Der aalglatte Bänker Tom (Cillian Murphy) zieht auf dem Badewannenrand der Gastgeberin eine Line Koks und überbringt Janet dann mit gespielter Freundlichkeit seine Glückwünsche. Je später der Abend, desto verzweifelter sein Ton: Mantraartig wiederholt er den Satz „Ich bin ein Gewinner“ – und gibt dabei den größten Verlierer der Runde ab. Als schräger, paranoider, von seiner Frau doppelt betrogener Kokser und Bänker ist er völlig deplatziert in der links-intellektuellen Runde und macht strapaziös lange gute Miene zum bösen Spiel. Bis die Gefühle vulkanartig aus ihm herausbrechen.

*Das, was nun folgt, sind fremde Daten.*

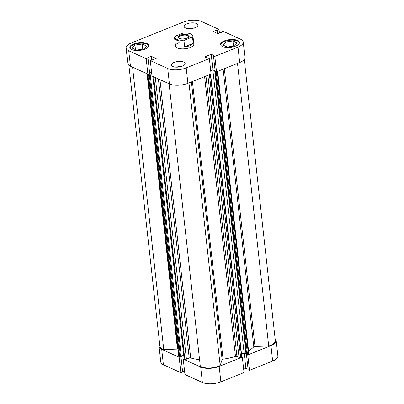 <?xml version="1.0" encoding="UTF-8"?>
<svg xmlns="http://www.w3.org/2000/svg" width="404" height="404" viewBox="0 0 404 404"><rect width="100%" height="100%" fill="white"/><g stroke="black" fill="none" stroke-linecap="round" stroke-linejoin="round"><path stroke-width="0.61" d="M224.336 68.69L255 346.46A1.151 0.47 -6.3 0 0 254.151 346.627A1.151 0.47 -6.3 0 0 253.793 346.844L223.134 69.17M192.42 81.512L223.074 359.186A1.151 0.47 -6.3 0 0 222.543 359.323A1.151 0.47 -6.3 0 0 222.099 359.676L191.43 81.906M128.881 65.251L159.923 346.445A12.393 5.05 -6.3 0 0 163.751 349.546L177.452 349.081L147.056 73.77M132.578 67.185L163.751 349.546M159.964 79.644L190.693 357.959A39.779 16.205 -6.3 0 0 199.571 359.706M248.566 350.869A39.779 16.205 -6.3 0 0 253.793 346.844M223.074 359.186A39.779 16.205 -6.3 0 0 235.492 356.444L204.596 76.619M148.642 73.851L151.596 72.468M210.716 70.761L212.852 69.902L215.145 70.942M215.16 71.074L214.776 71.23L215.953 71.574M255 346.46L268.7 345.996A12.393 5.05 -6.3 0 0 275.331 340.658L244.284 59.459M217.706 71.351L248.884 353.783A1.151 0.47 173.7 0 1 248.43 354.227L217.221 71.548M216.261 71.71L247.49 354.601L248.43 354.227M247.49 354.601L246.687 354.631L215.433 71.528M214.776 71.23L246.031 354.333L246.687 354.631M241.506 354.05L244.112 353.005L245.98 353.859M241.693 356.636L240.638 357.353A1.151 0.47 173.7 0 1 239.032 357.409L236.926 356.449A1.151 0.47 -6.3 0 0 235.492 356.444M169.114 83.805L200.288 366.165A12.393 5.05 -6.3 0 0 220.165 365.494L222.099 359.676M190.693 357.959A1.151 0.47 -6.3 0 0 189.224 358.065L158.403 78.931M155.328 77.533L186.421 359.191L189.224 358.065M186.421 359.191A1.151 0.47 173.7 0 1 184.815 359.242L153.631 76.76M152.919 76.437L184.108 358.924L184.815 359.242M184.108 358.924L152.813 76.391M181.295 356.197L183.603 355.267M149.207 73.77L180.462 356.868L181.33 356.52L150.076 73.417M180.462 356.868L178.952 356.575A1.151 0.47 173.7 0 1 178.719 356.333L147.551 73.998M177.922 349.112A1.151 0.47 -6.3 0 0 177.452 349.081M237.502 63.398L268.7 345.996M188.966 82.896L220.165 365.494M212.852 69.902L244.112 353.005M130.351 48.657A9.226 3.757 173.7 0 1 130.174 48.081A9.226 3.757 173.7 0 1 133.825 44.561A9.226 3.757 173.7 0 1 143.253 43.294A9.226 3.757 173.7 0 1 148.51 46.056A9.226 3.757 173.7 0 1 148.465 46.657M221.119 45.581A9.226 3.757 173.7 0 1 220.943 45.011A9.226 3.757 173.7 0 1 224.589 41.491A9.226 3.757 173.7 0 1 234.022 40.223A9.226 3.757 173.7 0 1 239.279 42.986A9.226 3.757 173.7 0 1 239.229 43.587M174.129 62.393A6.918 2.818 -6.3 0 0 171.392 65.034A6.918 2.818 -6.3 0 0 175.331 67.109A6.918 2.818 -6.3 0 0 182.406 66.16A6.918 2.818 -6.3 0 0 185.143 63.519A6.918 2.818 -6.3 0 0 181.199 61.443A6.918 2.818 -6.3 0 0 174.129 62.393M186.931 23.861A6.918 2.818 -6.3 0 0 184.194 26.502A6.918 2.818 -6.3 0 0 188.138 28.578A6.918 2.818 -6.3 0 0 195.208 27.629A6.918 2.818 -6.3 0 0 197.945 24.987A6.918 2.818 -6.3 0 0 194.001 22.912A6.918 2.818 -6.3 0 0 186.931 23.861M133.593 43.96A9.514 3.873 -6.3 0 0 129.83 47.591A9.514 3.873 -6.3 0 0 135.254 50.439A9.514 3.873 -6.3 0 0 144.975 49.136A9.514 3.873 -6.3 0 0 148.743 45.506A9.514 3.873 -6.3 0 0 143.319 42.652A9.514 3.873 -6.3 0 0 133.593 43.96M224.356 40.885A9.514 3.873 -6.3 0 0 220.594 44.521A9.514 3.873 -6.3 0 0 226.018 47.369A9.514 3.873 -6.3 0 0 235.744 46.066A9.514 3.873 -6.3 0 0 239.506 42.43A9.514 3.873 -6.3 0 0 234.083 39.582A9.514 3.873 -6.3 0 0 224.356 40.885M179.149 42.501A9.226 3.757 -6.3 0 0 175.503 46.026A9.226 3.757 -6.3 0 0 180.755 48.788A9.226 3.757 -6.3 0 0 190.188 47.52A9.226 3.757 -6.3 0 0 193.834 44.001L192.971 36.148A9.226 3.757 173.7 0 1 192.562 37.486L193.208 43.344L190.016 45.95L184.658 46.778L184.012 40.92A9.226 3.757 173.7 0 1 174.634 38.173A9.226 3.757 173.7 0 1 175.043 36.84L175.831 35.976L182.689 33.219A8.646 3.525 -6.3 0 1 191.264 34.229L191.824 34.587A9.226 3.757 173.7 0 1 192.971 36.148M237.986 47.086A13.261 5.403 -6.3 0 0 243.228 42.021L244.935 57.459A13.261 5.403 173.7 0 1 239.688 62.524L237.986 47.086L214.817 56.393L213.469 55.782L213.999 55.565L211.206 54.298L204.702 56.908L207.494 58.181L208.025 57.969L209.373 58.58L211.075 74.018L187.905 83.325A13.261 5.403 173.7 0 1 169.433 83.946L167.726 68.513L150.283 60.58L156.186 58.55L151.288 56.323L147.576 57.812L147.975 57.994L149.677 73.432L147.889 74.149L130.452 66.221A13.261 5.403 173.7 0 1 127.81 63.438L126.109 48A13.261 5.403 -6.3 0 0 128.745 50.783L130.452 66.221M147.889 74.149L146.187 58.716L128.745 50.783M209.373 58.58L186.204 67.887L187.905 83.325M243.228 42.021A13.261 5.403 -6.3 0 0 240.592 39.244L223.149 31.31L218.049 33.699L213.15 31.472L219.049 29.447L201.611 21.513A13.261 5.403 -6.3 0 0 183.133 22.139L131.351 42.94A13.261 5.403 -6.3 0 0 126.109 48M239.688 62.524L216.519 71.831L215.175 71.215L213.469 55.782M215.12 70.735L212.913 69.73L210.701 70.619M169.433 83.946L151.99 76.018L150.283 60.58M151.581 72.326L149.642 73.104M147.975 57.994L146.187 58.716M167.726 68.513A13.261 5.403 -6.3 0 0 186.204 67.887M219.458 33.133L219.049 29.447M216.519 71.831L214.817 56.393M221.397 32.355L221.362 32.027M217.236 33.33L216.862 29.982M217.635 33.512L217.266 30.164M212.913 69.73L211.206 54.298M151.692 60.014L151.288 56.323M193.814 28.093A6.918 2.818 -6.3 0 0 188.9 28.634M181.012 66.625A6.918 2.818 -6.3 0 0 176.099 67.165M227.26 47.021L222.877 45.026L225.725 42.006L232.957 40.976L237.34 42.97L234.492 45.99L227.26 47.021M232.957 40.976L233.527 46.127M225.725 42.006L226.23 46.551M143.723 49.066L136.491 50.091L132.113 48.101L134.961 45.076L142.193 44.051L146.576 46.041L143.723 49.066M142.193 44.051L142.763 49.202M134.961 45.076L135.466 49.621M247.208 354.677L247.773 354.934L270.943 345.627A13.261 5.403 -6.3 0 0 276.19 340.562A13.261 5.403 -6.3 0 0 275.119 338.749M247.773 354.934L249.48 370.367L272.649 361.06L270.943 345.627M183.244 359.116L184.951 374.553L202.389 382.487L200.687 367.049L183.244 359.116L183.997 358.818M159.716 344.541A13.261 5.403 -6.3 0 0 159.065 346.541A13.261 5.403 -6.3 0 0 161.706 349.319L163.408 364.756A13.261 5.403 173.7 0 1 160.772 361.979L159.065 346.541M179.896 356.954L179.149 357.252L161.706 349.319M200.687 367.049A13.261 5.403 -6.3 0 0 219.16 366.428L242.329 357.121L241.764 356.863M276.19 340.562L277.891 356A13.261 5.403 173.7 0 1 272.649 361.06M246.45 354.52L248.132 369.756L249.48 370.367M243.657 369.16L245.869 368.271L248.081 369.276M219.16 366.428L220.867 381.861L244.036 372.554L242.329 357.121M220.867 381.861A13.261 5.403 173.7 0 1 202.389 382.487M182.603 371.645L184.542 370.867M179.149 357.252L180.851 372.69L182.638 371.973L180.947 356.676M180.851 372.69L163.408 364.756M244.188 353.04L245.869 368.271M188.097 34.89A5.474 2.232 173.7 0 1 188.724 37.092A5.474 2.232 173.7 0 1 179.391 38.385A5.474 2.232 173.7 0 1 178.982 38.168A5.474 2.232 173.7 0 1 180.775 35.032A5.474 2.232 173.7 0 1 188.097 34.89M188.456 37.335A4.898 1.995 -6.3 0 0 188.673 36.623A4.898 1.995 -6.3 0 0 187.698 35.597A4.898 1.995 -6.3 0 0 182.154 35.426A4.898 1.995 -6.3 0 0 178.932 37.698A4.898 1.995 -6.3 0 0 179.295 38.345M175.831 35.976A8.646 3.525 -6.3 0 0 176.871 39.4A8.646 3.525 -6.3 0 0 184.8 40.057L191.658 37.299A8.646 3.525 -6.3 0 0 191.264 34.229M184.012 40.92L184.8 40.057M191.658 37.299L192.562 37.486M184.658 46.778L193.208 43.344M205.969 76.068L236.926 356.449M239.032 357.409L207.888 75.296M241.577 356.979L210.373 74.301M209.434 74.674L240.638 357.353M179.659 356.899L148.419 73.937M147.763 74.094L178.952 356.575M210.61 74.2L241.809 356.757M148.51 46.056L148.556 46.475M239.279 42.986L239.325 43.405M220.943 45.011L220.988 45.43M130.174 48.081L130.219 48.5M175.503 46.026L174.634 38.173"/></g></svg>

An Intensität kaum zu überbieten
Als ruhiger Gegenpol zum aufgeputschten Bänker Tom, gibt der sanftmütige Deutsche Gottfried (Bruno Ganz) gutgemeinte Esoterik-Tipps. „Bitte sag mir nicht, dass du gerade meditierst, Gottfried. Jetzt reiß dich mal zusammen“, sagt seine hinreißend zynische Frau April (Patricia Clarkson), als sie ihn im Schneidersitz auf dem Teppich vorfindet. April lässt keine Möglichkeit aus, ihrem Mann zu verdeutlichen, dass dies sicherlich der letzte gemeinsame Abend sein wird.
Nach einem überraschenden Geständnis von Bill verliert dann auch noch Janet, die bis dato perfekt ihre Fassade gewahrt hat, völlig die Beherrschung. „Ich glaube an Wahrheit und Versöhnung. Ich habe Reden dazu gehalten in der ganzen Welt“, doziert sie und beißt sich dabei selbst in der Arm, um ihren Mann nicht erneut zu schlagen.
Die Regisseurin Sally Potter entfacht in kürzester Zeit ein emotionales Feuerwerk, dem sich keiner der Gäste (und keiner der Zuschauer) entziehen kann. Diese 71 schwarz-weißen Filmminuten sind an Intensität kaum zu überbieten. “The Party” ist ein Film, der schonungslos und wahnwitzig komisch zugleich ist.
„The Party“ feierte am 27. Juli 2017 Deutschlandpremiere und erscheint am 1. Dezember 2017 auf DVD.